/explore-wrongthink

Tools for visualizing and analyzing forbidden LLM prompts

Primary LanguagePythonMIT LicenseMIT

Explore-wrongthink

What is Explore-wrongthink?

Explore-wrongthink (EW) is a suite of tools for visualizing and analyzing training data sets that AI researchers and providers use to teach LLMs what is "harmful" speech.

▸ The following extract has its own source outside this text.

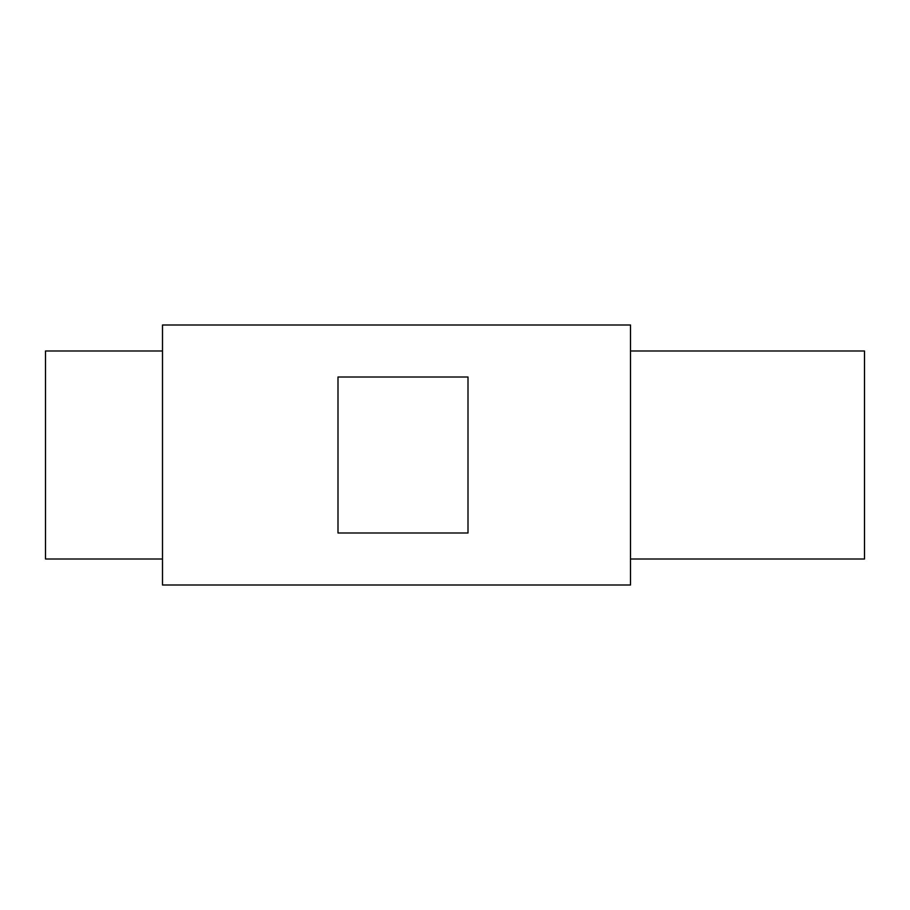 <?xml version="1.0" encoding="UTF-8"?>
<svg xmlns="http://www.w3.org/2000/svg" width="910" height="910" viewBox="0 0 910 910"><rect width="100%" height="100%" fill="white"/><g stroke="black" fill="none" stroke-linecap="round" stroke-linejoin="round"><path stroke-width="1.36" d="M630.505 350.998L864.5 350.998L864.5 559.002L630.505 559.002M162.503 455L162.503 585.005L630.505 585.005L630.505 324.995L162.503 324.995L162.503 455M468.002 532.998L468.002 377.002L337.997 377.002L337.997 532.998L468.002 532.998M162.503 350.998L45.5 350.998L45.5 559.002L162.503 559.002"/></g></svg>
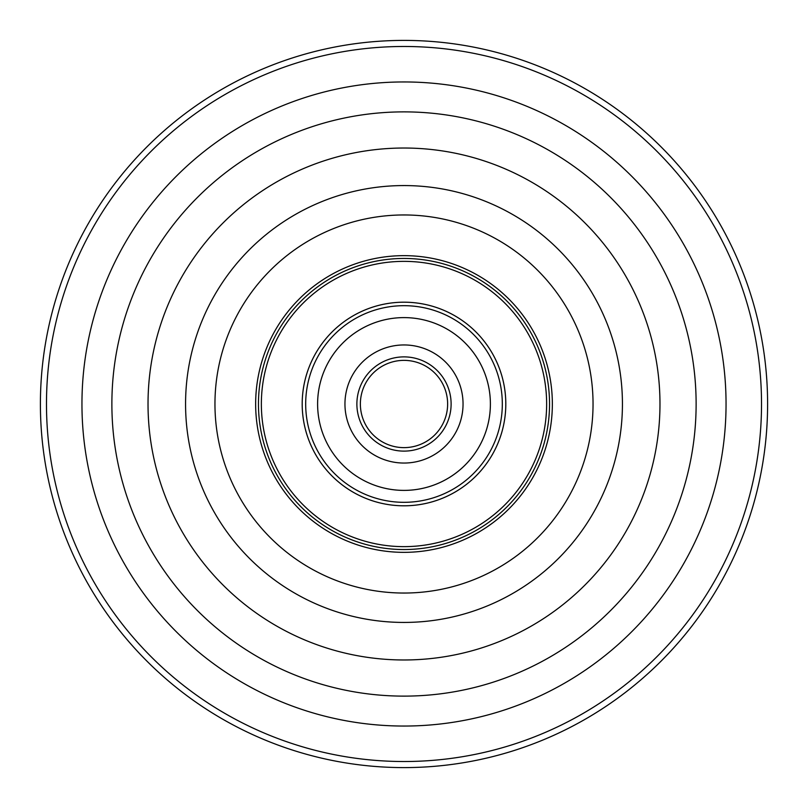 <?xml version="1.0" encoding="UTF-8"?>
<svg xmlns="http://www.w3.org/2000/svg" width="808" height="808" viewBox="0 0 808 808"><rect width="100%" height="100%" fill="white"/><g stroke="black" fill="none" stroke-linecap="round" stroke-linejoin="round"><path stroke-width="1.21" d="M505.808 404A101.808 101.808 0 0 1 404 505.808A101.808 101.808 0 0 1 302.192 404A101.808 101.808 0 0 1 404 302.192A101.808 101.808 0 0 1 505.808 404M185.567 404A218.433 218.433 0 0 0 404 622.433A218.433 218.433 0 0 0 622.433 404A218.433 218.433 0 0 0 404 185.567A218.433 218.433 0 0 0 185.567 404M148.026 404A255.974 255.974 0 0 0 404 659.974A255.974 255.974 0 0 0 659.974 404A255.974 255.974 0 0 0 404 148.026A255.974 255.974 0 0 0 148.026 404A255.974 255.974 0 0 1 404 148.026A255.974 255.974 0 0 1 659.974 404M433.522 306.565A101.808 101.808 0 0 0 306.565 374.478A101.808 101.808 0 0 0 374.478 501.435A101.808 101.808 0 0 0 501.435 433.522A101.808 101.808 0 0 0 433.522 306.565M458.813 470.781A86.395 86.395 0 0 1 337.219 458.813A86.395 86.395 0 0 1 349.187 337.219A86.395 86.395 0 0 1 470.781 349.187A86.395 86.395 0 0 1 458.813 470.781A86.395 86.395 0 0 1 337.219 458.813A86.395 86.395 0 0 1 429.048 321.321A86.395 86.395 0 0 0 349.187 337.219A86.395 86.395 0 0 1 470.781 349.187A86.395 86.395 0 0 1 378.952 486.679M421.12 347.49A59.045 59.045 0 0 1 460.51 421.12A59.045 59.045 0 0 0 366.539 358.358A59.045 59.045 0 0 0 358.358 441.461A59.045 59.045 0 0 0 441.461 449.642A59.045 59.045 0 0 1 386.881 460.51A59.045 59.045 0 0 0 441.461 449.642A59.045 59.045 0 0 1 347.49 386.881A59.045 59.045 0 0 0 386.881 460.51A59.045 59.045 0 0 1 347.49 386.881M429.048 321.321A86.395 86.395 0 0 1 486.679 429.048M339.411 325.311A101.808 101.808 0 0 1 482.689 339.411A101.808 101.808 0 0 1 468.589 482.689A101.808 101.808 0 0 1 325.311 468.589A101.808 101.808 0 0 1 339.411 325.311M431.684 437.724A43.632 43.632 0 0 0 437.724 376.316A43.632 43.632 0 0 0 376.316 370.276A43.632 43.632 0 0 0 370.276 431.684A43.632 43.632 0 0 0 431.684 437.724A43.632 43.632 0 0 1 370.276 431.684A43.632 43.632 0 0 1 376.316 370.276M441.461 449.642A59.045 59.045 0 0 0 449.642 366.539A59.045 59.045 0 0 0 366.539 358.358A59.045 59.045 0 0 1 449.642 366.539A59.045 59.045 0 0 1 441.461 449.642A59.045 59.045 0 0 1 358.358 441.461A59.045 59.045 0 0 1 366.539 358.358M546.642 404A142.642 142.642 0 0 0 404 261.358A142.642 142.642 0 0 0 261.358 404A142.642 142.642 0 0 0 404 546.642A142.642 142.642 0 0 0 546.642 404M258.459 404A145.541 145.541 0 0 1 404 258.459A145.541 145.541 0 0 1 549.541 404A145.541 145.541 0 0 1 404 549.541A145.541 145.541 0 0 1 258.459 404M552.349 404A148.349 148.349 0 0 0 404 255.651A148.349 148.349 0 0 0 255.651 404A148.349 148.349 0 0 0 404 552.349A148.349 148.349 0 0 0 552.349 404M214.958 404A189.042 189.042 0 0 0 404 593.042A189.042 189.042 0 0 0 593.042 404A189.042 189.042 0 0 0 404 214.958A189.042 189.042 0 0 0 214.958 404M767.6 404A363.6 363.6 0 0 0 404 40.4A363.6 363.6 0 0 0 40.4 404A363.6 363.6 0 0 0 404 767.6A363.6 363.6 0 0 0 767.6 404M761.52 404A357.52 357.52 0 0 0 404 46.48A357.52 357.52 0 0 0 46.48 404A357.52 357.52 0 0 0 404 761.52A357.52 357.52 0 0 0 761.52 404M81.951 404A322.049 322.049 0 0 0 404 726.049A322.049 322.049 0 0 0 726.049 404A322.049 322.049 0 0 0 404 81.951A322.049 322.049 0 0 0 81.951 404M111.878 404A292.122 292.122 0 0 0 404 696.122A292.122 292.122 0 0 0 696.122 404A292.122 292.122 0 0 0 404 111.878A292.122 292.122 0 0 0 111.878 404M466.378 479.992A98.313 98.313 0 0 0 479.992 341.622A98.313 98.313 0 0 0 341.622 328.008A98.313 98.313 0 0 0 328.008 466.378A98.313 98.313 0 0 0 466.378 479.992M374.104 367.579A47.127 47.127 0 0 1 440.421 374.104A47.127 47.127 0 0 1 433.896 440.421A47.127 47.127 0 0 1 367.579 433.896A47.127 47.127 0 0 1 374.104 367.579"/></g></svg>

Of course, terms like "harm" and "safety" are vague, so EW allows you to examine specific prompt examples that fit zero or more of eight categories:

Category Label Definition
sexual S Content meant to arouse sexual excitement, such as the description of sexual activity, or that promotes sexual services (excluding sex education and wellness).
hate H Content that expresses, incites, or promotes hate based on race, gender, ethnicity, religion, nationality, sexual orientation, disability status, or caste.
violence V Content that promotes or glorifies violence or celebrates the suffering or humiliation of others.
harassment HR Content that may be used to torment or annoy individuals in real life, or make harassment more likely to occur.
self-harm SH Content that promotes, encourages, or depicts acts of self-harm, such as suicide, cutting, and eating disorders.
sexual/minors S3 Sexual content that includes an individual who is under 18 years old.
hate/threatening H2 Hateful content that also includes violence or serious harm towards the targeted group.
violence/graphic V2 Violent content that depicts death, violence, or serious physical injury in extreme graphic detail.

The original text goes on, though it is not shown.